[Items listed in a dataset]
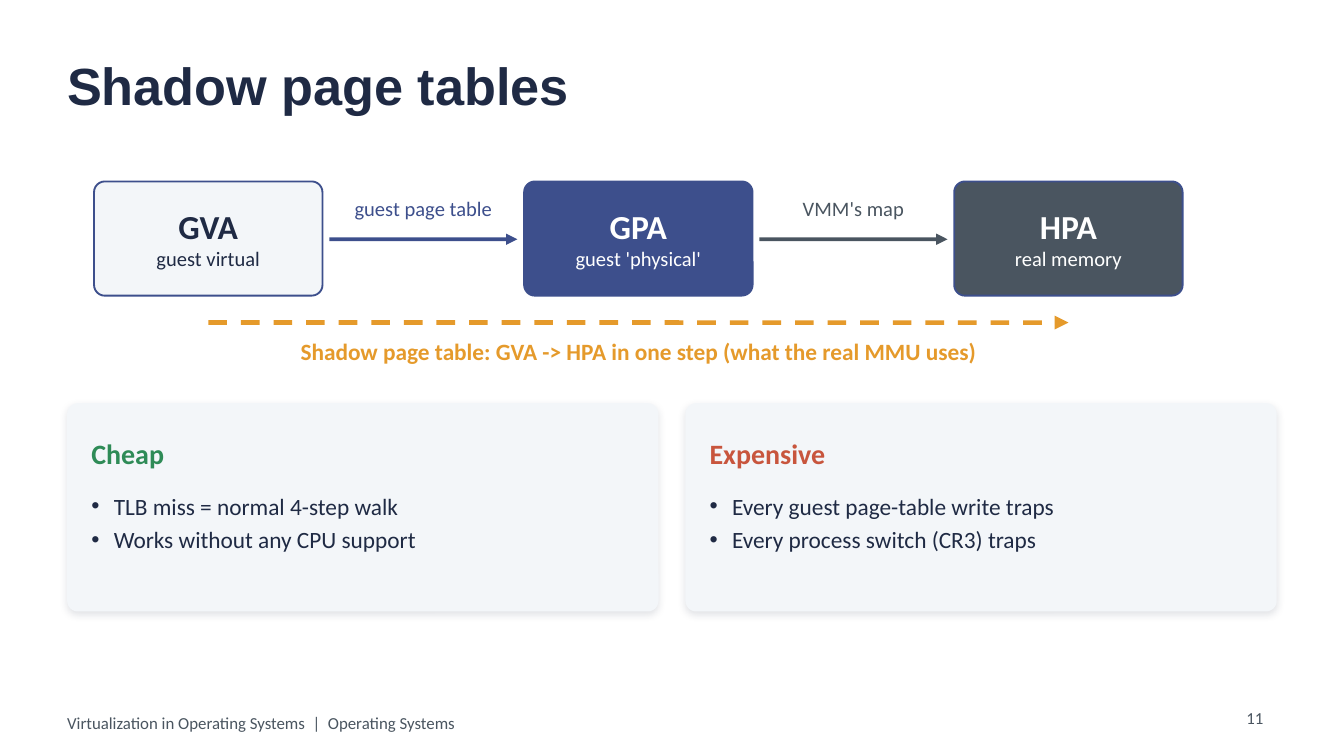
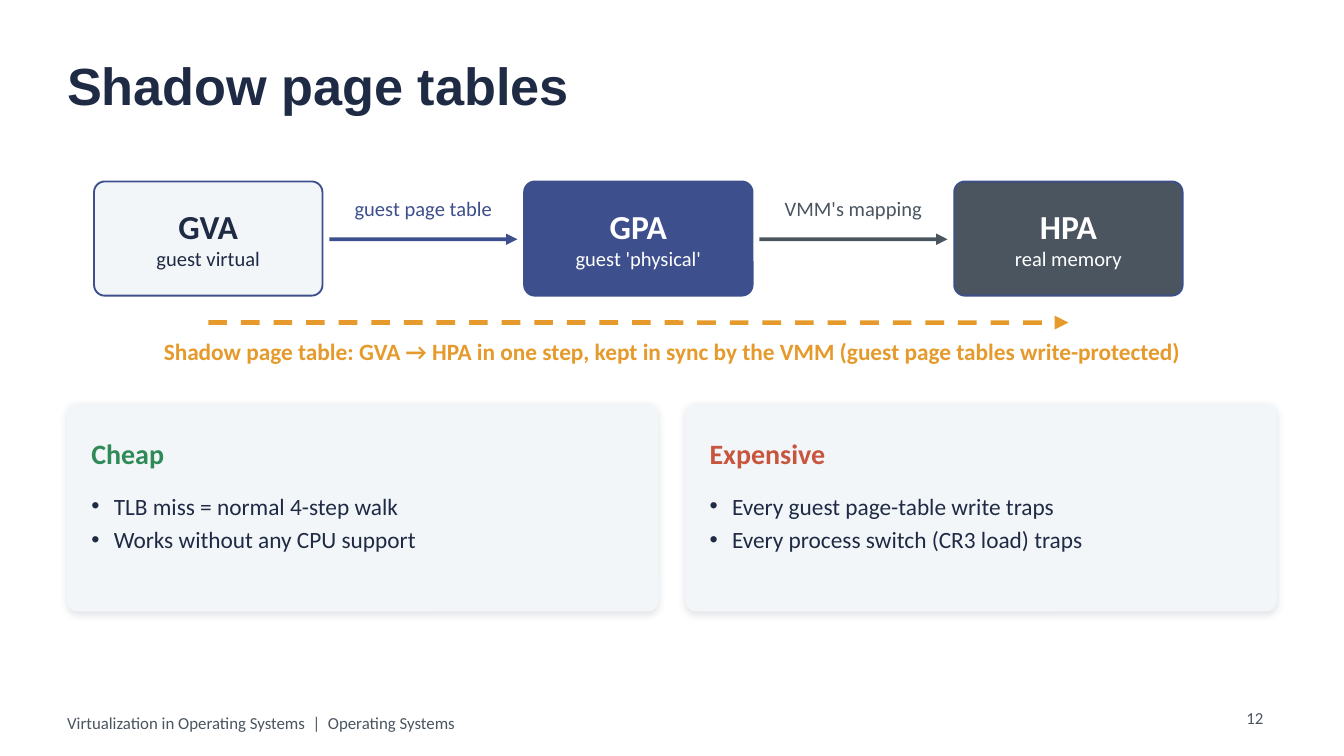
Before and after one commit to aliyassine22/OS-Virtualization, a slide deck: slide 12 of presentation/powerpoint/Virtualization_in_OS.pptx (slide 11 before the commit). Drawn at 1344x756 pixels with LibreOffice and Linux fonts; fonts in the diff are those of the drawing. Boxes give left, top, right and bottom in pixels: in the first picture for what was removed or moved away, otherwise in the second. Text is boxed around its words. In the diff, an @@ line names an element or a change of style, - is before the commit and + after.

```diff
--- a/presentation/powerpoint/Virtualization_in_OS.pptx
+++ b/presentation/powerpoint/Virtualization_in_OS.pptx
@@ text at <box>785,202,922,220</box>: text changed @@
-VMM's map
+VMM's mapping
@@ text at <box>164,343,1179,364</box>: text changed @@
-Shadow page table: GVA -> HPA in one step (what the real MMU uses)
+Shadow page table: GVA → HPA in one step, kept in sync by the VMM (guest page tables write-protected)
@@ text at <box>732,531,1082,552</box>: text changed @@
-• Every process switch (CR3) traps
+• Every process switch (CR3 load) traps
@@ page number at <box>1246,713,1263,724</box>: text changed @@
-11
+12
```
Also in this commit, not shown: 13 other slides changed, 2 slides added, 16 other files.

Work item: Show every line in the records above that contains the word "traps".

Solution to this exercise:
-• Every process switch (CR3) traps
+• Every process switch (CR3 load) traps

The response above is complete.